MemEye: マルチモーダルエージェントメモリのための視覚中心評価フレームワーク

要旨

長期エージェントメモリはますますマルチモーダル化しているが、既存の評価手法では、エージェントが後続の推論に必要な視覚的証拠を保持しているかどうかを検証することはほとんどない。従来の研究では、多くの視覚的な質問がキャプションやテキストトレースのみで回答可能であり、細粒度の視覚的証拠を保持しなくても推論できるケースが存在した。一方で、変化する視覚状態に基づく推論が必要な困難な事例はほとんど扱われていない。そこで我々は、メモリ能力を2つの次元から評価するフレームワークMemEyeを提案する。第1の次元は、決定的な視覚的証拠の粒度（シーンレベルからピクセルレベルまで）を測定し、第2の次元は、取得した証拠の利用方法（単一証拠から進化的統合まで）を測定する。本フレームワークに基づき、8つの生活シナリオタスクにわたる新たなベンチマークを構築し、アブレーション駆動型の検証ゲートを用いて、解答可能性、近道回避性、視覚的必要性、推論構造を評価する。4つのVLMバックボーンにおける13のメモリ手法を評価した結果、現在のアーキテクチャでは細粒度の視覚的詳細を保持し、時間経過に伴う状態変化を推論することが依然として困難であることが明らかになった。我々の知見は、長期マルチモーダルメモリが証拠のルーティング、時間的追跡、詳細抽出に依存していることを示している。

English

Long-term agent memory is increasingly multimodal, yet existing evaluations rarely test whether agents preserve the visual evidence needed for later reasoning. In prior work, many visually grounded questions can be answered using only captions or textual traces, allowing answers to be inferred without preserving the fine-grained visual evidence. Meanwhile, harder cases that require reasoning over changing visual states are largely absent. Therefore, we introduce MemEye, a framework that evaluates memory capabilities from two dimensions: one measures the granularity of decisive visual evidence (from scene-level to pixel-level evidence), and the other measures how retrieved evidence must be used (from single evidence to evolutionary synthesis).
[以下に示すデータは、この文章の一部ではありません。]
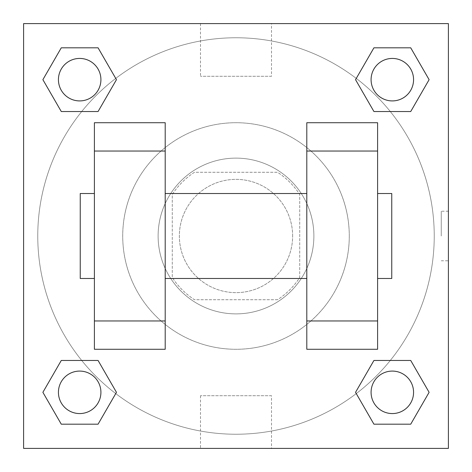 <?xml version="1.0" encoding="UTF-8"?>
<svg xmlns="http://www.w3.org/2000/svg" width="472" height="472" viewBox="0 0 472 472"><rect width="100%" height="100%" fill="white"/><g stroke="black" fill="none" stroke-linecap="round" stroke-linejoin="round"><path stroke-width="0.35" stroke-dasharray="2.36 1.77" d="M292.64 236A56.64 56.64 0 0 0 207.68 186.947A56.64 56.64 0 0 0 207.68 285.053A56.64 56.64 0 0 0 292.64 236A56.64 56.64 0 0 0 207.68 186.947A56.64 56.64 0 0 0 207.68 285.053A56.64 56.64 0 0 0 292.64 236M277.548 299.72L194.452 299.72A76.069 76.069 0 0 1 172.28 277.548L172.28 194.452A76.069 76.069 0 0 1 194.452 172.28L277.548 172.28A76.069 76.069 0 0 1 299.72 194.452L299.72 277.548A76.069 76.069 0 0 1 277.548 299.72L194.452 299.72A76.069 76.069 0 0 1 172.28 277.548L172.28 194.452A76.069 76.069 0 0 1 194.452 172.28L277.548 172.28A76.069 76.069 0 0 1 299.72 194.452L299.72 277.548A76.069 76.069 0 0 1 277.548 299.72M236 158.12A77.88 77.88 0 0 1 303.449 274.94A77.88 77.88 0 0 1 168.551 274.94A77.88 77.88 0 0 1 236 158.12A77.88 77.88 0 0 0 158.12 236A77.88 77.88 0 0 0 236 313.88A77.88 77.88 0 0 0 313.88 236A77.88 77.88 0 0 0 236 158.12M349.28 236A113.28 113.28 0 0 0 179.36 137.895A113.28 113.28 0 0 0 179.36 334.105A113.28 113.28 0 0 0 349.28 236A113.28 113.28 0 0 0 179.36 137.895A113.28 113.28 0 0 0 179.36 334.105A113.28 113.28 0 0 0 349.28 236M81.703 111.534L61.277 111.534L81.703 111.534L61.277 111.534L42.887 79.674L61.277 47.814L98.07 47.814L116.46 79.674L98.07 111.534L116.46 79.674L98.07 111.534L116.46 79.674L98.07 47.814L116.46 79.674M98.07 360.466L116.46 392.326L98.07 360.466L116.46 392.326L98.07 360.466L116.46 392.326L98.07 424.186L61.277 424.186L42.887 392.326L61.277 360.466L81.703 360.466M23.6 448.4L23.6 23.6L448.4 23.6L448.4 448.4L23.6 448.4L23.6 23.6L448.4 23.6L448.4 448.4L23.6 448.4L23.6 23.6L448.4 23.6L448.4 448.4L23.6 448.4M373.93 111.534L355.54 79.674L373.93 111.534L355.54 79.674L373.93 111.534L355.54 79.674L373.93 47.814L410.723 47.814L429.113 79.674L410.723 111.534L390.297 111.534M355.54 392.326L373.93 360.466L355.54 392.326L373.93 360.466L355.54 392.326L373.93 424.186L355.54 392.326L373.93 424.186L355.54 392.326L373.93 424.186L410.723 424.186L373.93 424.186L410.723 424.186L429.113 392.326L410.723 424.186M390.297 360.466L410.723 360.466L390.297 360.466L410.723 360.466L429.113 392.326M260.78 23.6L211.22 23.612L260.78 23.6M434.24 236A198.24 198.24 0 0 0 136.88 64.322A198.24 198.24 0 0 0 136.88 407.678A198.24 198.24 0 0 0 434.24 236A198.24 198.24 0 0 0 136.88 64.322A198.24 198.24 0 0 0 136.88 407.678A198.24 198.24 0 0 0 434.24 236M100.914 392.326A21.24 21.24 0 0 0 69.054 373.93A21.24 21.24 0 0 0 69.054 410.723A21.24 21.24 0 0 0 100.914 392.326A21.24 21.24 0 0 0 69.054 373.93A21.24 21.24 0 0 0 69.054 410.723A21.24 21.24 0 0 0 100.914 392.326A21.24 21.24 0 0 0 69.054 373.93A21.24 21.24 0 0 0 69.054 410.723A21.24 21.24 0 0 0 100.914 392.326A21.24 21.24 0 0 0 69.054 373.93A21.24 21.24 0 0 0 69.054 410.723A21.24 21.24 0 0 0 100.914 392.326A21.24 21.24 0 0 0 69.054 373.93A21.24 21.24 0 0 0 69.054 410.723A21.24 21.24 0 0 0 100.914 392.326M100.914 79.674A21.24 21.24 0 0 0 69.054 61.277A21.24 21.24 0 0 0 69.054 98.07A21.24 21.24 0 0 0 100.914 79.674A21.24 21.24 0 0 0 69.054 61.277A21.24 21.24 0 0 0 69.054 98.07A21.24 21.24 0 0 0 100.914 79.674A21.24 21.24 0 0 0 69.054 61.277A21.24 21.24 0 0 0 69.054 98.07A21.24 21.24 0 0 0 100.914 79.674A21.24 21.24 0 0 0 69.054 61.277A21.24 21.24 0 0 0 69.054 98.07A21.24 21.24 0 0 0 100.914 79.674A21.24 21.24 0 0 0 69.054 61.277A21.24 21.24 0 0 0 69.054 98.07A21.24 21.24 0 0 0 100.914 79.674M413.566 79.674A21.24 21.24 0 0 0 381.706 61.277A21.24 21.24 0 0 0 381.706 98.07A21.24 21.24 0 0 0 413.566 79.674A21.24 21.24 0 0 0 381.706 61.277A21.24 21.24 0 0 0 381.706 98.07A21.24 21.24 0 0 0 413.566 79.674A21.24 21.24 0 0 0 381.706 61.277A21.24 21.24 0 0 0 381.706 98.07A21.24 21.24 0 0 0 413.566 79.674A21.24 21.24 0 0 0 381.706 61.277A21.24 21.24 0 0 0 381.706 98.07A21.24 21.24 0 0 0 413.566 79.674A21.24 21.24 0 0 0 381.706 61.277A21.24 21.24 0 0 0 381.706 98.07A21.24 21.24 0 0 0 413.566 79.674M371.086 392.326A21.24 21.24 0 0 1 402.946 373.93A21.24 21.24 0 0 1 402.946 410.723A21.24 21.24 0 0 1 371.086 392.326A21.24 21.24 0 0 1 402.946 373.93A21.24 21.24 0 0 1 402.946 410.723A21.24 21.24 0 0 1 371.086 392.326M271.512 448.4L200.488 448.4L271.512 448.4L271.512 395.725L200.488 395.725L271.512 395.725M23.6 236L23.6 211.22L23.612 236M448.4 236L448.4 211.22L448.4 236M441.261 236L441.261 211.22L441.261 236M271.512 23.6L200.488 23.6L271.512 23.6L271.512 76.275L200.488 76.275L271.512 76.275M23.6 260.78L23.612 211.22L23.6 260.78M236 448.4L260.78 448.4L236 448.388M448.4 211.22L448.4 260.78L448.4 211.22L448.388 260.78L448.388 211.22L441.261 211.22M42.887 79.674L61.277 111.534L42.887 79.674L61.277 111.534L42.887 79.674L61.277 47.814L98.07 47.814L61.277 47.814L42.887 79.674L61.277 47.814M116.46 392.326L98.07 424.186L116.46 392.326L98.07 424.186L61.277 424.186L42.887 392.326L61.277 360.466M355.54 79.674L373.93 47.814L355.54 79.674L373.93 47.814L410.723 47.814L429.113 79.674L410.723 111.534M94.4 349.28L94.4 122.72L165.2 122.72L165.2 349.28M377.6 349.28L377.6 122.72L306.8 122.72L306.8 349.28M165.2 236L165.2 193.52L165.2 236M306.8 236L306.8 278.48L306.8 236M377.6 193.52L377.6 278.48L377.6 193.52M391.76 193.52L391.76 278.48M94.4 236L94.4 193.52L94.4 236M80.24 278.48L80.24 193.52M413.566 392.326A21.24 21.24 0 0 0 381.706 373.93A21.24 21.24 0 0 0 381.706 410.723A21.24 21.24 0 0 0 413.566 392.326A21.24 21.24 0 0 0 381.706 373.93A21.24 21.24 0 0 0 381.706 410.723A21.24 21.24 0 0 0 413.566 392.326A21.24 21.24 0 0 0 381.706 373.93A21.24 21.24 0 0 0 381.706 410.723A21.24 21.24 0 0 0 413.566 392.326M98.07 424.186L61.277 424.186L42.887 392.326M373.93 47.814L410.723 47.814L429.113 79.674M441.261 260.78L448.388 260.78M200.488 395.725L200.488 448.4M200.488 23.6L200.488 76.275"/><path stroke-width="0.71" d="M116.46 79.674L98.07 111.534L61.277 111.534L42.887 79.674L61.277 47.814L98.07 47.814L116.46 79.674L98.07 111.534L81.703 111.534M81.703 360.466L98.07 360.466L116.46 392.326L98.07 424.186L61.277 424.186L42.887 392.326L61.277 360.466L98.07 360.466M390.297 111.534L373.93 111.534L355.54 79.674L373.93 47.814L410.723 47.814L429.113 79.674L410.723 111.534L373.93 111.534M355.54 392.326L373.93 360.466L410.723 360.466L429.113 392.326L410.723 424.186L373.93 424.186L355.54 392.326L373.93 360.466L390.297 360.466M23.6 23.6L448.4 23.6L448.4 448.4L23.6 448.4L23.6 23.6M94.4 151.04L94.4 349.28L165.2 349.28L165.2 122.72L94.4 122.72L94.4 151.04L165.2 151.04M306.8 151.04L306.8 349.28L377.6 349.28L377.6 122.72L306.8 122.72L306.8 151.04L377.6 151.04M377.6 278.48L391.76 278.48L391.76 193.52L377.6 193.52M94.4 193.52L80.24 193.52L80.24 278.48L94.4 278.48M94.4 320.96L165.2 320.96M306.8 320.96L377.6 320.96M94.4 349.28L165.2 349.28M306.8 349.28L377.6 349.28M410.723 424.186L373.93 424.186L410.723 424.186L429.113 392.326M373.93 360.466L410.723 360.466L373.93 360.466M413.566 392.326A21.24 21.24 0 0 0 381.706 373.93A21.24 21.24 0 0 0 381.706 410.723A21.24 21.24 0 0 0 413.566 392.326M42.887 392.326L61.277 360.466M98.07 424.186L61.277 424.186L98.07 424.186L116.46 392.326M100.914 392.326A21.24 21.24 0 0 0 69.054 373.93A21.24 21.24 0 0 0 69.054 410.723A21.24 21.24 0 0 0 100.914 392.326M355.54 79.674L373.93 47.814L410.723 47.814L373.93 47.814M429.113 79.674L410.723 111.534M413.566 79.674A21.24 21.24 0 0 0 381.706 61.277A21.24 21.24 0 0 0 381.706 98.07A21.24 21.24 0 0 0 413.566 79.674M42.887 79.674L61.277 47.814L98.07 47.814L61.277 47.814M98.07 111.534L61.277 111.534L98.07 111.534M100.914 79.674A21.24 21.24 0 0 0 69.054 61.277A21.24 21.24 0 0 0 69.054 98.07A21.24 21.24 0 0 0 100.914 79.674M165.2 278.48L306.8 278.48M165.2 193.52L306.8 193.52"/></g></svg>

Under this framework, we construct a new benchmark across 8 life-scenario tasks, with ablation-driven validation gates for assessing answerability, shortcut resistance, visual necessity, and reasoning structure. By evaluating 13 memory methods across 4 VLM backbones, we show that current architectures still struggle to preserve fine-grained visual details and reason about state changes over time. Our findings show that long-term multimodal memory depends on evidence routing, temporal tracking, and detail extraction.